There were 11 households, of which 18.2% had children under the age of 18 living with them, 54.5% were married couples living together, 9.1% had a female householder with no husband present, and 36.4% were non-families. 27.3% of all households were made up of individuals, and 18.2% had someone living alone who was 65 years of age or older. The average household size was 2.18 and the average family size was 2.71.

The median age in the city was 46 years. 12.5% of residents were under the age of 18; 0.0% were between the ages of 18 and 24; 33.4% were from 25 to 44; 37.5% were from 45 to 64; and 16.7% were 65 years of age or older. The gender makeup of the city was 50.0% male and 50.0% female.

===2000 census===
As of the census of 2000, there were 35 people, 13 households, and 6 families living in the city. The population density was 729.0 PD/sqmi. There were 20 housing units at an average density of 416.6 /sqmi. Every resident is White.

There were 13 households, out of which 23.1% had children under the age of 18 living with them, 38.5% were married couples living together, 7.7% had a female householder with no husband present, and 53.8% were non-families. 46.2% of all households were made up of individuals, and 30.8% had someone living alone who was 65 years of age or older.
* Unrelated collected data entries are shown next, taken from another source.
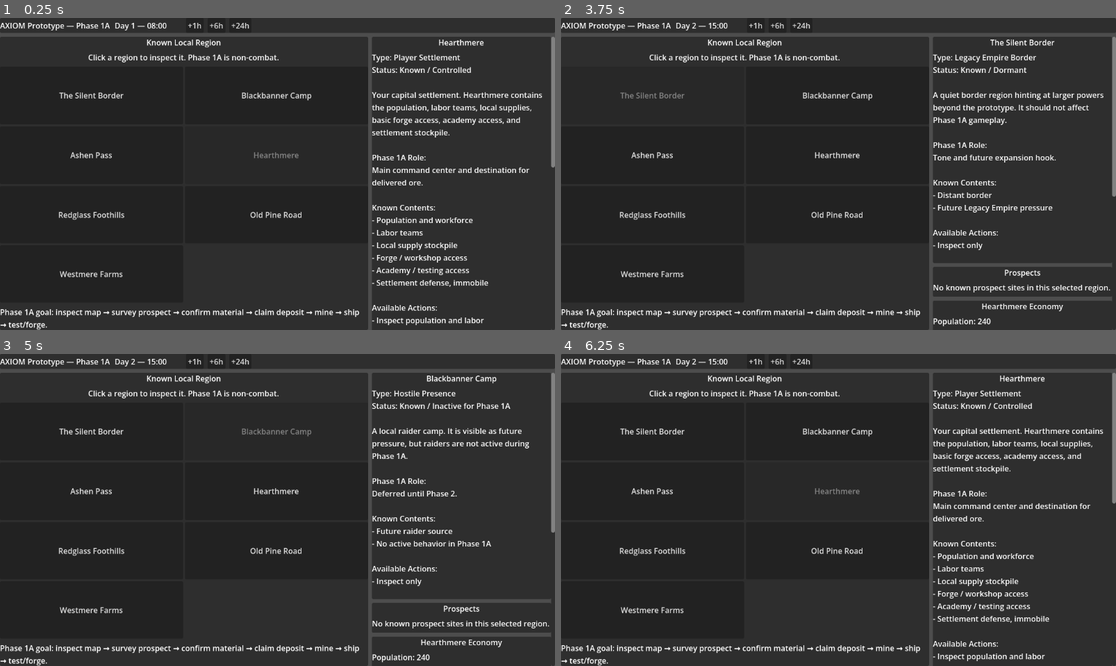
Above: before the commit, frames 1-4 (two rows, left to right).
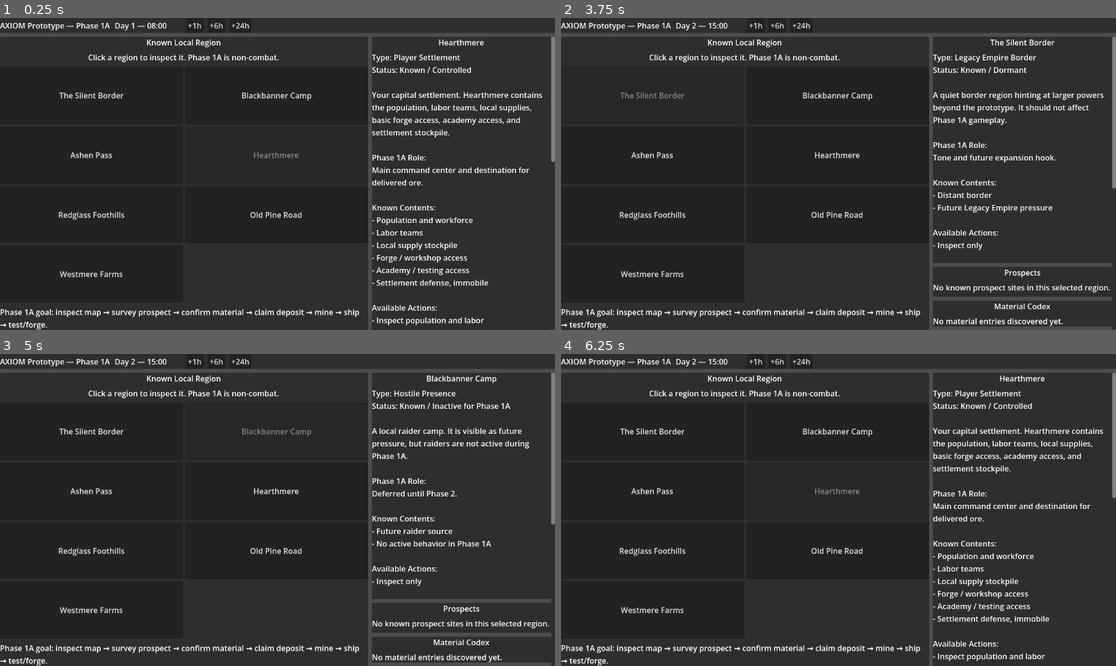
Above: after the commit, the same moments.

Repository: r3xj/axiom-prototype
Game: Godot game, scene res://scenes/Main.tscn
Two runs of this game, one before a commit and one after it. Both use one fixed random seed, a clock stepped at 60 frames per second and the inputs below.
Inputs:
- Up to frame 1 (0.25 s): no input
- Up to frame 2 (3.75 s): click "Redglass Foothills" at 0.5 s; click "+1h" at 1.25 s; click "+6h" at 2 s; click "+24h" at 2.75 s; click "The Silent Border" at 3.5 s
- Up to frame 3 (5 s): click "Blackbanner Camp" at 4.25 s
- Up to frame 4 (6.25 s): click "Ashen Pass" at 5 s; click "Hearthmere" at 5.75 s

The runs differ from the first frame. In frame 1, less than 0.1% of the frame differs, in the area x 99-100%, y 45-48%; in frame 2, 0.8%, in the area x 67-100%, y 54-100%; in frame 3, 0.8%; in frame 4, less than 0.1%.

Commit message:
Add material codex and Redglass discovery entry

Diff:
--- a/scripts/Main.gd
+++ b/scripts/Main.gd
@@ -21,6 +21,22 @@
 var supply_production_labor_teams: int = 0
 var active_projects: Array[Dictionary] = []
 var event_log: Array[String] = []
+var redglass_known: bool = false
+
+var material_codex: Dictionary = {
+	"redglass_ore": {
+		"name": "Redglass Ore",
+		"status": "Undiscovered",
+		"known_source": "Unknown",
+		"observed_traits": [],
+		"tested_properties": [],
+		"known_uses": [],
+		"field_notes": [],
+		"unresolved_questions": [],
+	}
+}
+
+var codex_body: Label
 
 var prospects: Dictionary = {
 	"red_seam": {
@@ -334,6 +350,7 @@
 
 	_build_region_info_panel(side_panel)
 	_build_prospects_panel(side_panel)
+	_build_codex_panel(side_panel)
 	_build_economy_panel(side_panel)
 	_build_projects_panel(side_panel)
 	_build_event_log_panel(side_panel)
@@ -463,6 +480,25 @@
 	event_log_body.autowrap_mode = TextServer.AUTOWRAP_WORD_SMART
 	event_content.add_child(event_log_body)
 
+func _build_codex_panel(parent: Control) -> void:
+	var codex_panel := PanelContainer.new()
+	codex_panel.name = "MaterialCodexPanel"
+	parent.add_child(codex_panel)
+
+	var codex_content := VBoxContainer.new()
+	codex_content.name = "MaterialCodexContent"
+	codex_content.add_theme_constant_override("separation", 8)
+	codex_panel.add_child(codex_content)
+
+	var codex_title := Label.new()
+	codex_title.text = "Material Codex"
+	codex_title.horizontal_alignment = HORIZONTAL_ALIGNMENT_CENTER
+	codex_content.add_child(codex_title)
+
+	codex_body = Label.new()
+	codex_body.text = ""
+	codex_body.autowrap_mode = TextServer.AUTOWRAP_WORD_SMART
+	codex_content.add_child(codex_body)
 
 func _select_region(region_id: String) -> void:
 	selected_region_id = region_id
@@ -477,6 +513,7 @@
 	_refresh_economy_panel()
 	_refresh_projects_panel()
 	_refresh_event_log_panel()
+	_refresh_codex_panel()
 
 
 func _refresh_time_label() -> void:
@@ -623,6 +660,38 @@
 
 	event_log_body.text = text.strip_edges()
 
+func _refresh_codex_panel() -> void:
+	if not redglass_known:
+		codex_body.text = "No material entries discovered yet."
+		return
+
+	var redglass: Dictionary = material_codex["redglass_ore"]
+
+	var observed_text: String = _format_string_list(redglass["observed_traits"])
+	var tested_text: String = _format_string_list(redglass["tested_properties"])
+	var use_text: String = _format_string_list(redglass["known_uses"])
+	var field_note_text: String = _format_string_list(redglass["field_notes"])
+	var unresolved_text: String = _format_string_list(redglass["unresolved_questions"])
+
+	codex_body.text = (
+		"%s\n"
+		+ "Status: %s\n"
+		+ "Known Source: %s\n\n"
+		+ "Observed Traits:\n%s\n\n"
+		+ "Tested Properties:\n%s\n\n"
+		+ "Known Uses:\n%s\n\n"
+		+ "Field Notes:\n%s\n\n"
+		+ "Unresolved Questions:\n%s"
+	) % [
+		str(redglass["name"]),
+		str(redglass["status"]),
+		str(redglass["known_source"]),
+		observed_text,
+		tested_text,
+		use_text,
+		field_note_text,
+		unresolved_text,
+	]
 
 func _advance_hours(hours: int) -> void:
 	for i in range(hours):
@@ -710,7 +779,9 @@
 	if prospect["outcome"] == "redglass_deposit":
 		redglass_deposit_confirmed = true
 		regions["redglass_foothills"]["status"] = "Known / Redglass Deposit Confirmed"
-		_add_event("Deposit confirmed: %s." % prospect["name"])
+		_discover_redglass_ore()
+		_add_event("Deposit confirmed: %s." % str(prospect["name"]))
+		_add_event("Material Codex updated: Redglass Ore.")
 	else:
 		_add_event("Survey complete: %s." % prospect["name"])
 
@@ -797,3 +868,41 @@
 	for child in container.get_children():
 		container.remove_child(child)
 		child.queue_free()
+
+func _format_string_list(items_variant: Variant) -> String:
+	var items: Array = items_variant as Array
+
+	if items.is_empty():
+		return "- None"
+
+	var text: String = ""
+	for item in items:
+		text += "- %s\n" % str(item)
+
+	return text.strip_edges()
+
+func _discover_redglass_ore() -> void:
+	redglass_known = true
+
+	material_codex["redglass_ore"] = {
+		"name": "Redglass Ore",
+		"status": "Known / Untested",
+		"known_source": "Redglass Foothills",
+		"observed_traits": [
+			"Red, glassy mineral seam",
+			"Local workers do not recognize it",
+			"Surface samples are stable enough to transport",
+		],
+		"tested_properties": [],
+		"known_uses": [
+			"Unknown",
+		],
+		"field_notes": [],
+		"unresolved_questions": [
+			"Weapon suitability unknown",
+			"Armor/shield suitability unknown",
+			"Thermal response unknown",
+			"Workability unknown",
+			"Value/appeal unknown",
+		],
+	}

The average household size was 2.69 and the average family size was 4.00.

In the city, the population was spread out, with 37.1% under the age of 18, 5.7% from 18 to 24, 28.6% from 25 to 44, 11.4% from 45 to 64, and 17.1% who were 65 years of age or older. The median age was 30 years. For every 100 females, there were 105.9 males. For every 100 females age 18 and over, there were 144.4 males.
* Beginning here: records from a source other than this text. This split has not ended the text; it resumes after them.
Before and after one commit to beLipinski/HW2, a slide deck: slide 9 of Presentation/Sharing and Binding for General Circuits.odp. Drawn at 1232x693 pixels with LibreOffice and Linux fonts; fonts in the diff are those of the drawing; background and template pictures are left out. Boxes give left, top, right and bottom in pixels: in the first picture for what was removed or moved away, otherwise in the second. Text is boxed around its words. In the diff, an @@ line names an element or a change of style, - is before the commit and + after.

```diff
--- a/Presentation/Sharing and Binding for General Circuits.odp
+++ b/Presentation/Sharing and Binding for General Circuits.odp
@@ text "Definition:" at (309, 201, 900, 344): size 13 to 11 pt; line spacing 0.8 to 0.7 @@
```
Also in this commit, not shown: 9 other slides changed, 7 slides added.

The median income for a household in the city was $29,583, and the median income for a family was $46,250. Males had a median income of $20,625 versus $38,750 for females. The per capita income for the city was $11,326. There were no families and 2.9% of the population living below the poverty line, including no under eighteens and none of those over 64.

==Education==
The community is served by Clay County USD 379 public school district.